Strategically, Swedbank’s choices reflect the realities of Estonia’s sports market. With many major sports events already tied to other sponsors, new entry points are rare. Rather than chase crowded spaces, the bank invests deeply in partnerships that align with its mission and values. Every three years, contracts are reviewed, measured, and adjusted. It's a balance between long-term commitment and agile rethinking. Current results, however, show little reason for change. The formula works.

Swedbank’s sports sponsorship model has also evolved differently from its Nordic counterparts.

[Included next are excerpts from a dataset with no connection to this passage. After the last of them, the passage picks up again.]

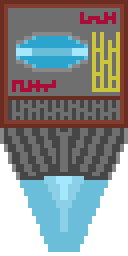
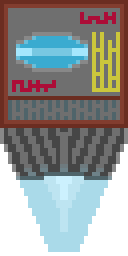
Comparing the layer stacks of the two (128, 256) images. Changes:
"thrust": opacity 100% → 57%, moved it above "Background", painted on it over [8,36,116,252]
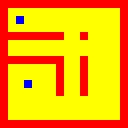
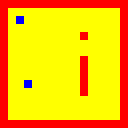
Layers edited between the first and the second w=128, h=128 image:
painted on "Layer 0" over (8, 32, 64, 96)

In Sweden, the bank’s community investments lean toward education and entrepreneurship. In Estonia, the emphasis on sport makes perfect sense. Here, participation and health resonate more directly with national priorities, an echo of the country’s broader movement toward vitality and wellbeing.

For Pakk and her team, the message remains consistent: training is an investment. It’s not just a marketing line; it’s a mindset that connects financial health with physical and emotional resilience. By supporting events that bring joy, confidence and togetherness, Swedbank reinforces its identity as a bank that believes prosperity begins with active, healthy and inspired people.